Mr. Winder has seen or heard it all – from tutoring centres and virtual-reality arcades to a Toyota car dealership in a former Sears at the West Edmonton Mall, to co-working offices inside former anchor tenants.
He says some mall landlords are going further and demolishing old buildings to make way for condos – something Quebec’s CF Carrefour Laval mall is doing by using the footprint of an old Sears store to develop at least 365 residential units.
Landlords see new life in old leases
As shocking as Hudson’s Bay’s collapse might be, it may be better for both landlords and consumers in the long run as many locations didn’t keep up on their rent payments and failed to bring people to malls, Mr.
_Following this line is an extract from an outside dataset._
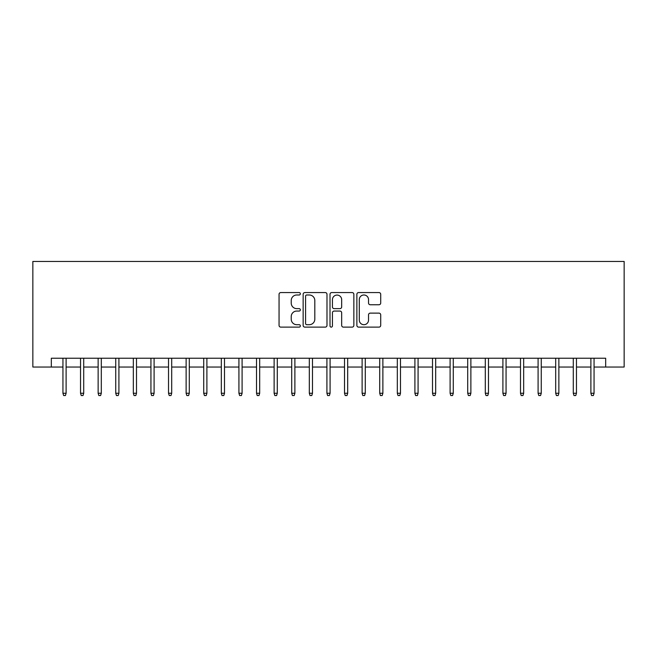 <?xml version="1.0" encoding="UTF-8"?>
<svg xmlns="http://www.w3.org/2000/svg" width="657" height="657" viewBox="0 0 657 657"><rect width="100%" height="100%" fill="white"/><g stroke="black" fill="none" stroke-linecap="round" stroke-linejoin="round"><path stroke-width="0.99" d="M300.348 293.778A1.207 1.207 0 0 0 299.132 292.57L280.777 292.57A1.725 1.725 0 0 0 279.053 294.303L279.053 325.396A1.725 1.725 0 0 0 280.777 327.12L299.132 327.12A1.207 1.207 0 0 0 300.348 325.913A1.207 1.207 0 0 0 299.132 324.698L296.759 324.698A5.527 5.527 0 0 1 291.232 319.171L291.232 316.584A5.527 5.527 0 0 1 296.759 311.057L299.132 311.057A1.207 1.207 0 0 0 300.348 309.849A1.207 1.207 0 0 0 299.132 308.634L296.759 308.634A5.527 5.527 0 0 1 291.232 303.107L291.232 300.52A5.527 5.527 0 0 1 296.759 294.993L299.132 294.993A1.207 1.207 0 0 0 300.348 293.778M378.982 304.749A1.725 1.725 0 0 0 380.707 303.025L380.707 294.303A1.725 1.725 0 0 0 378.982 292.57L358.599 292.57A1.725 1.725 0 0 0 356.874 294.303L356.874 325.396A1.725 1.725 0 0 0 358.599 327.12L378.982 327.12A1.725 1.725 0 0 0 380.707 325.396L380.707 314.859A1.725 1.725 0 0 0 378.982 313.126L370.261 313.126A1.725 1.725 0 0 0 368.536 314.859L368.536 320.082A4.624 4.624 0 0 1 363.912 324.698A4.624 4.624 0 0 1 359.289 320.082L359.289 299.608A4.624 4.624 0 0 1 363.912 294.993A4.624 4.624 0 0 1 368.536 299.608L368.536 303.025A1.725 1.725 0 0 0 370.261 304.749L378.982 304.749M51.328 367.041L51.328 358.237L605.672 358.237L605.672 367.041L624.15 367.041L624.15 261.453L32.85 261.453L32.85 367.041L62.941 367.041M326.989 294.303A1.725 1.725 0 0 0 325.264 292.57L304.881 292.57A1.725 1.725 0 0 0 303.148 294.303L303.148 325.396A1.725 1.725 0 0 0 304.881 327.12L325.264 327.12A1.725 1.725 0 0 0 326.989 325.396L326.989 294.303M331.736 292.57L352.119 292.57A1.725 1.725 0 0 1 353.852 294.303L353.852 325.396A1.725 1.725 0 0 1 352.119 327.12L343.397 327.12A1.725 1.725 0 0 1 341.673 325.396L341.673 312.781A1.725 1.725 0 0 0 339.94 311.057L334.158 311.057A1.725 1.725 0 0 0 332.434 312.781L332.434 325.913A1.207 1.207 0 0 1 331.218 327.12A1.207 1.207 0 0 1 330.011 325.913L330.011 294.303A1.725 1.725 0 0 1 331.736 292.57M66.111 367.041L80.54 367.041M83.71 367.041L98.139 367.041M101.309 367.041L115.739 367.041M118.909 367.041L133.338 367.041M136.5 367.041L150.938 367.041M154.099 367.041L168.529 367.041M171.699 367.041L186.128 367.041M189.298 367.041L203.727 367.041M206.898 367.041L221.327 367.041M224.497 367.041L238.926 367.041M242.096 367.041L256.526 367.041M259.687 367.041L274.125 367.041M277.287 367.041L291.716 367.041M294.886 367.041L309.316 367.041M312.486 367.041L326.915 367.041M330.085 367.041L344.514 367.041M347.684 367.041L362.114 367.041M365.284 367.041L379.713 367.041M382.875 367.041L397.313 367.041M400.474 367.041L414.904 367.041M418.074 367.041L432.503 367.041M435.673 367.041L450.102 367.041M453.273 367.041L467.702 367.041M470.872 367.041L485.301 367.041M488.471 367.041L502.901 367.041M506.062 367.041L520.5 367.041M523.662 367.041L538.091 367.041M541.261 367.041L555.691 367.041M558.861 367.041L573.29 367.041M576.46 367.041L590.889 367.041M594.059 367.041L605.672 367.041M306.778 294.993A1.207 1.207 0 0 0 305.571 296.2L305.571 323.49A1.207 1.207 0 0 0 306.778 324.698L309.283 324.698A5.527 5.527 0 0 0 314.81 319.171L314.81 300.52A5.527 5.527 0 0 0 309.283 294.993L306.778 294.993M341.673 299.699A4.624 4.624 0 0 0 337.049 295.075A4.624 4.624 0 0 0 332.434 299.699L332.434 306.909A1.725 1.725 0 0 0 334.158 308.634L339.94 308.634A1.725 1.725 0 0 0 341.673 306.909L341.673 299.699M62.941 393.264L63.647 395.547L65.404 395.547L66.111 393.264L62.941 393.264L62.941 358.237M66.111 393.264L66.111 358.237M80.54 393.264L81.246 395.547L83.004 395.547L83.71 393.264L80.54 393.264L80.54 358.237M83.71 393.264L83.71 358.237M98.139 393.264L98.846 395.547L100.603 395.547L101.309 393.264L98.139 393.264L98.139 358.237M101.309 393.264L101.309 358.237M115.739 393.264L116.445 395.547L118.203 395.547L118.909 393.264L115.739 393.264L115.739 358.237M118.909 393.264L118.909 358.237M133.338 393.264L134.036 395.547L135.802 395.547L136.5 393.264L133.338 393.264L133.338 358.237M136.5 393.264L136.5 358.237M150.938 393.264L151.636 395.547L153.401 395.547L154.099 393.264L150.938 393.264L150.938 358.237M154.099 393.264L154.099 358.237M168.529 393.264L169.235 395.547L170.992 395.547L171.699 393.264L168.529 393.264L168.529 358.237M171.699 393.264L171.699 358.237M186.128 393.264L186.834 395.547L188.592 395.547L189.298 393.264L186.128 393.264L186.128 358.237M189.298 393.264L189.298 358.237M203.727 393.264L204.434 395.547L206.191 395.547L206.898 393.264L203.727 393.264L203.727 358.237M206.898 393.264L206.898 358.237M221.327 393.264L222.033 395.547L223.791 395.547L224.497 393.264L221.327 393.264L221.327 358.237M224.497 393.264L224.497 358.237M238.926 393.264L239.633 395.547L241.39 395.547L242.096 393.264L238.926 393.264L238.926 358.237M242.096 393.264L242.096 358.237M256.526 393.264L257.224 395.547L258.989 395.547L259.687 393.264L256.526 393.264L256.526 358.237M259.687 393.264L259.687 358.237M274.125 393.264L274.823 395.547L276.589 395.547L277.287 393.264L274.125 393.264L274.125 358.237M277.287 393.264L277.287 358.237M291.716 393.264L292.422 395.547L294.18 395.547L294.886 393.264L291.716 393.264L291.716 358.237M294.886 393.264L294.886 358.237M309.316 393.264L310.022 395.547L311.779 395.547L312.486 393.264L309.316 393.264L309.316 358.237M312.486 393.264L312.486 358.237M326.915 393.264L327.621 395.547L329.379 395.547L330.085 393.264L326.915 393.264L326.915 358.237M330.085 393.264L330.085 358.237M344.514 393.264L345.221 395.547L346.978 395.547L347.684 393.264L344.514 393.264L344.514 358.237M347.684 393.264L347.684 358.237M362.114 393.264L362.82 395.547L364.578 395.547L365.284 393.264L362.114 393.264L362.114 358.237M365.284 393.264L365.284 358.237M379.713 393.264L380.411 395.547L382.177 395.547L382.875 393.264L379.713 393.264L379.713 358.237M382.875 393.264L382.875 358.237M397.313 393.264L398.011 395.547L399.776 395.547L400.474 393.264L397.313 393.264L397.313 358.237M400.474 393.264L400.474 358.237M414.904 393.264L415.61 395.547L417.367 395.547L418.074 393.264L414.904 393.264L414.904 358.237M418.074 393.264L418.074 358.237M432.503 393.264L433.209 395.547L434.967 395.547L435.673 393.264L432.503 393.264L432.503 358.237M435.673 393.264L435.673 358.237M450.102 393.264L450.809 395.547L452.566 395.547L453.273 393.264L450.102 393.264L450.102 358.237M453.273 393.264L453.273 358.237M467.702 393.264L468.408 395.547L470.166 395.547L470.872 393.264L467.702 393.264L467.702 358.237M470.872 393.264L470.872 358.237M485.301 393.264L486.008 395.547L487.765 395.547L488.471 393.264L485.301 393.264L485.301 358.237M488.471 393.264L488.471 358.237M502.901 393.264L503.599 395.547L505.364 395.547L506.062 393.264L502.901 393.264L502.901 358.237M506.062 393.264L506.062 358.237M520.5 393.264L521.198 395.547L522.964 395.547L523.662 393.264L520.5 393.264L520.5 358.237M523.662 393.264L523.662 358.237M538.091 393.264L538.797 395.547L540.555 395.547L541.261 393.264L538.091 393.264L538.091 358.237M541.261 393.264L541.261 358.237M555.691 393.264L556.397 395.547L558.154 395.547L558.861 393.264L555.691 393.264L555.691 358.237M558.861 393.264L558.861 358.237M573.29 393.264L573.996 395.547L575.754 395.547L576.46 393.264L573.29 393.264L573.29 358.237M576.46 393.264L576.46 358.237M590.889 393.264L591.596 395.547L593.353 395.547L594.059 393.264L590.889 393.264L590.889 358.237M594.059 393.264L594.059 358.237"/></g></svg>

Winder says.
For landlords, there’s an opportunity to “do better,” he adds – to trade up to tenants who reliably pay rent and drive strong foot traffic.
At Pickleplex, Mr. Fry has set his sights on leasing some of the motherlode of retail space that will soon hit the market. “I’m all over the Bay, all over it,” he says. “They’ve got some of the best real estate in the country.”
There’s just one catch: Hudson’s Bay stores may be too much of a good thing.
With most Hudson’s Bay stores occupying at least 120,000 square feet, Pickleplex can’t fill them alone. That’s why Mr. Fry envisages potentially co-tenanting with other experience-driven businesses, such as grocery stores, fitness centres or medical tenants.
What’s driving all of this isn’t just a love of paddle sports – it’s a broader reset of how consumers use space and what they want from the places they go.
E-commerce has stripped the need for physical inventory. What’s left is what Amazon can’t deliver: connection, motion, community.
Canada has millions of square feet of former retail space waiting to meet that need. Pickleplex is doing its part – one volley at a time.
“I feel like we are selling happiness,” Mr. Fry says. “The number of smiles and fun happening in our clubs, it’s incredible to see.”